‘Taking a picture,’ she says, ‘is always an act of violence. But I can live with it, it’s not all that bad, is it?’
We are taking the now-dry photographs off the lines. ‘It’s not all that bad, is it?’ she repeats and holds one up in front of my eyes, of Moutet, whose peak I will ascend when I am older, I know I will return, ‘because you give it back, in concentrated form,’ she says.
I can see that the Moutet I know is clearer in the photograph than in reality. I am taller than Jeanne, she reaches my armpit. I think it’s a load of pathetic drivel – nothing is damaged by being photographed.
‘It’s because we are leaving and saying goodbye to everything,’ Mother says. ‘It makes her soft-headed.’
Jeanne comes back with us to New York after all. When she managed to rest a little, she realized it was too early to die. But I don’t want to go home. She has become an old French lady dressed in black, who sits with the other old ladies with swollen legs and observes life in the town from the benches surrounding the large tree on the square. ‘We’re still here,’ they say, ‘for a little while longer.’
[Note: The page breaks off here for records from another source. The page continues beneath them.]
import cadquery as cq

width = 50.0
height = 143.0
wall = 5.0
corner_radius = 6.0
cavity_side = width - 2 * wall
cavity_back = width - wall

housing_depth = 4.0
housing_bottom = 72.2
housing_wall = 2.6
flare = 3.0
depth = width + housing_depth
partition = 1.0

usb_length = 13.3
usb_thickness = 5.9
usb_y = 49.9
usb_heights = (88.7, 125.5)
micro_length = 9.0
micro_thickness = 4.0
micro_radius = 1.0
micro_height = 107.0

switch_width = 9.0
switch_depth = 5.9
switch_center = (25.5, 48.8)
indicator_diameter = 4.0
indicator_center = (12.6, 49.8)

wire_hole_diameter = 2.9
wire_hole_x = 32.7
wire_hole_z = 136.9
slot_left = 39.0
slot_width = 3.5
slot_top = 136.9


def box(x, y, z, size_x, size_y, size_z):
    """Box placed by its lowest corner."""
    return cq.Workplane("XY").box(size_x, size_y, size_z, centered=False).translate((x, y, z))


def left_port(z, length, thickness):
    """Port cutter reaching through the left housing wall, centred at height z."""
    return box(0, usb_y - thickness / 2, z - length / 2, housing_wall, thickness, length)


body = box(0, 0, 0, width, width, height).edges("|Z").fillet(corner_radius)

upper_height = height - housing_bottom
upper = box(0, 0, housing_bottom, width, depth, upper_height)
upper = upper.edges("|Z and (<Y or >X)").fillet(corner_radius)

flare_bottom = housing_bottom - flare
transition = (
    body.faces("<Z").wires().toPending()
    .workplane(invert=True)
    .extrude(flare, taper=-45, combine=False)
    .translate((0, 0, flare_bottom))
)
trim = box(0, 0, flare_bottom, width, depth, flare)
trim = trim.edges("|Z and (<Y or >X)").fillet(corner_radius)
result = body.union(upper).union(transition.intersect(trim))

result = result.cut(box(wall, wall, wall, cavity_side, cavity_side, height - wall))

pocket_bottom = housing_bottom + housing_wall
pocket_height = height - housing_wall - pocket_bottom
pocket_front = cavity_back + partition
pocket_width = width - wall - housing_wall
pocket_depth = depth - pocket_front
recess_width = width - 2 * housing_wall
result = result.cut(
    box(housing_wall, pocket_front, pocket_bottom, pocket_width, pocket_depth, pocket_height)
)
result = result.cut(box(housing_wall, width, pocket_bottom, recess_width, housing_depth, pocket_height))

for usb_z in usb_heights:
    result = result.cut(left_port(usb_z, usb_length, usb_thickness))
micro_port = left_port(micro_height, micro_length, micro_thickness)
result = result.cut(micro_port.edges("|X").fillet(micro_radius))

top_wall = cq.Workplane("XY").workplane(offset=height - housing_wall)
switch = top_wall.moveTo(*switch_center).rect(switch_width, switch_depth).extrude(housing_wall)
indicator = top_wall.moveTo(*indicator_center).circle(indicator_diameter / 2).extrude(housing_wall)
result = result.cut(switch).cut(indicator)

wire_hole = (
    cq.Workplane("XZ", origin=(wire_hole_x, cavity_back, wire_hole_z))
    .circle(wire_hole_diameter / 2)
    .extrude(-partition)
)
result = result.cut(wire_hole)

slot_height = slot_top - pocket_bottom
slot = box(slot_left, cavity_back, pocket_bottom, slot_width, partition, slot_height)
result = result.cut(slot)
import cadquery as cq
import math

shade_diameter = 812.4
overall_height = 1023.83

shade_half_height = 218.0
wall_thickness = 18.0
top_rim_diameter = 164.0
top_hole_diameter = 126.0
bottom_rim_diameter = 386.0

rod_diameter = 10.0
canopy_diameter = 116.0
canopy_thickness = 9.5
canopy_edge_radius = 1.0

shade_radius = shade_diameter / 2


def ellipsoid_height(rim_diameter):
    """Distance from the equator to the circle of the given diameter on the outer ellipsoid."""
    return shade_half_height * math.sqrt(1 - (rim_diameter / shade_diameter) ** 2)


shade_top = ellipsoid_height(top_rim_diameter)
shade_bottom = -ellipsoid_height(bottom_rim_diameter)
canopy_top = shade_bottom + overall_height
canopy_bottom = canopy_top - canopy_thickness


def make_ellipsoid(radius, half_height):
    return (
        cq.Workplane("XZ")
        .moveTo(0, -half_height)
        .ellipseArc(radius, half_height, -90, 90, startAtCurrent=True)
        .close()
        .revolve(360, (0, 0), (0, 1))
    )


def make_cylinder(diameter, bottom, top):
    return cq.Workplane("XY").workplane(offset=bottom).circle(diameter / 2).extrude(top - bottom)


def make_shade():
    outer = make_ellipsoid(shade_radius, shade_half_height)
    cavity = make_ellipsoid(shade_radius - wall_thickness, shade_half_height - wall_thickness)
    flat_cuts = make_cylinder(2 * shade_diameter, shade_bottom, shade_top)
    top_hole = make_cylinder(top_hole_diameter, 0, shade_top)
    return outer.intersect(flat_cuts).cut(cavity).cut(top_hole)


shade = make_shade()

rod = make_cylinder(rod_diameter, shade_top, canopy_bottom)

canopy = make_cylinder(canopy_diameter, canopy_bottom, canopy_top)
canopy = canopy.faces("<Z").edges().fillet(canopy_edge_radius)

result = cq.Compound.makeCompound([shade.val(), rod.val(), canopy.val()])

‘You’re full of twaddle,’ Mother says and elbows Jeanne in the side.
‘Alright alright,’ Jeanne says, and starts to tell us about Balzac’s vague dread of Daguerreotypes, but Mother has no patience, no interest in what Jeanne has to say, she would rather just mock and laugh and nudge and tickle, that’s why I can’t remember what she said. Mother always wants to be the centre of things: yesterday when we sat eating, she purposefully knocked over a glass of water.
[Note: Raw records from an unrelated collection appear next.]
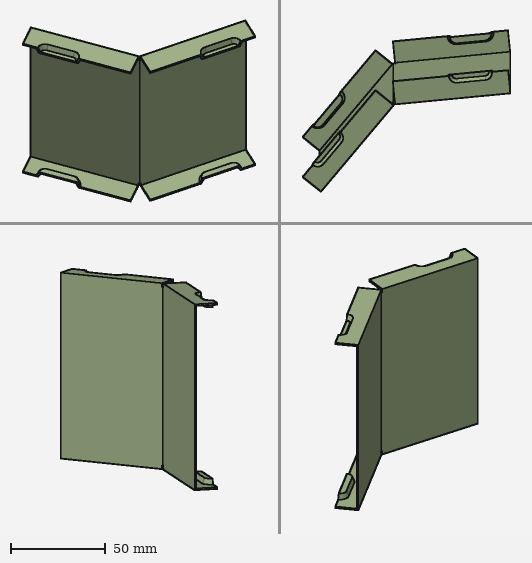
import cadquery as cq
import math

sheet = 1.0
height = 100.0
flange_depth = 12.5
bend_angle = 45.0
overall_x = 113.3
overall_y = 56.0
slope = math.radians(bend_angle)

angled_length = (overall_y - flange_depth) / math.sin(slope)
straight_length = overall_x - angled_length * math.cos(slope) - flange_depth * math.sin(slope)

flange_start = 0.5
relief_depth = 1.9

recess_end_offset = 12.5
recess_spacing = 15.0
recess_depth = 3.0
mouth_radius = 4.0
floor_radius = 2.4
bump_base_radius = 5.2
bump_tip_radius = 3.5


def tapered_slot(center_x, top_z, depth, top_radius, bottom_radius):
    """Slot centred on the flange edge, narrowing from top_z downwards."""
    return (
        cq.Workplane("XY", origin=(center_x, -flange_depth, top_z))
        .slot2D(recess_spacing + 2 * top_radius, 2 * top_radius)
        .workplane(offset=-depth)
        .slot2D(recess_spacing + 2 * bottom_radius, 2 * bottom_radius)
        .loft(ruled=True)
    )


def flange(length):
    """Upper flange with its recess, cut off flush at the flange edge."""
    top = height / 2
    plate = cq.Workplane("XY").box(length - flange_start, flange_depth, sheet, centered=False)
    plate = plate.translate((flange_start, -flange_depth, top - sheet))
    center_x = length - recess_end_offset - recess_spacing / 2
    bump = tapered_slot(center_x, top, recess_depth + sheet, bump_base_radius, bump_tip_radius)
    pocket = tapered_slot(center_x, top, recess_depth, mouth_radius, floor_radius)
    inside_edge = cq.Workplane("XY").box(length, flange_depth, height, centered=(False, False, True))
    inside_edge = inside_edge.translate((0, -flange_depth, 0))
    return plate.union(bump.intersect(inside_edge)).cut(pocket)


def panel(length):
    """Channel running along +X from the bend axis, with its web mitred at the bend."""
    miter = sheet * math.tan(slope / 2)
    web = (
        cq.Workplane("XY")
        .polyline([(0, 0), (length, 0), (length, -sheet), (-miter, -sheet)])
        .close()
        .extrude(height / 2, both=True)
    )
    relief_length = flange_start + miter
    for side in (1, -1):
        relief = cq.Workplane("XY").box(relief_length, 2 * sheet, 2 * relief_depth)
        web = web.cut(relief.translate((flange_start - relief_length / 2, -sheet, side * height / 2)))
    upper = flange(length)
    return web.union(upper).union(upper.mirror("XY"))


straight = panel(straight_length).mirror("YZ")
angled = panel(angled_length).rotate((0, 0, 0), (0, 0, 1), bend_angle)
result = straight.union(angled)

Jeanne and I often bump into each other in the small space of the Dark Room, and one day, I am laughing so hard that I am sweating everywhere, because her breasts shoved me (they’re so big, right in front of me). It’s time to return to New York, because Father has written that Charles is out of the reformatory and needs a mother. Mother wants to try. But Father has managed to convince one of the Jaussauds to send him money, and Mother is furious all the way across the ocean.
Narrator
Maria and Viv and Jeanne travelled home aboard the world’s largest and fastest passenger ship: the SS Normandie. It didn’t last long. It was launched in 1935 and caught fire in 1942 when it was being refitted into a transport ship (witness, if you will, on YouTube, the blaze on the capsized mastodon). Charles stood on the quay and welcomed them, by his side stood son and brother Carl.
Viv
Carl was not wearing a collar, and Father was not holding a leash that was fastened to his neck, but when he delivered him to Mother it was as though that were the case. Eighteen years old. There were a lot of surprises. We learned about all of them right there on the quay. Father had been to Mexico and paid for a divorce, and had signed for Mother, since she wasn’t there to do it herself. And then he had got remarried to German Berta. Nana had found an apartment for us on 421 East 64th St where we were to live together, Mother, Charles and I.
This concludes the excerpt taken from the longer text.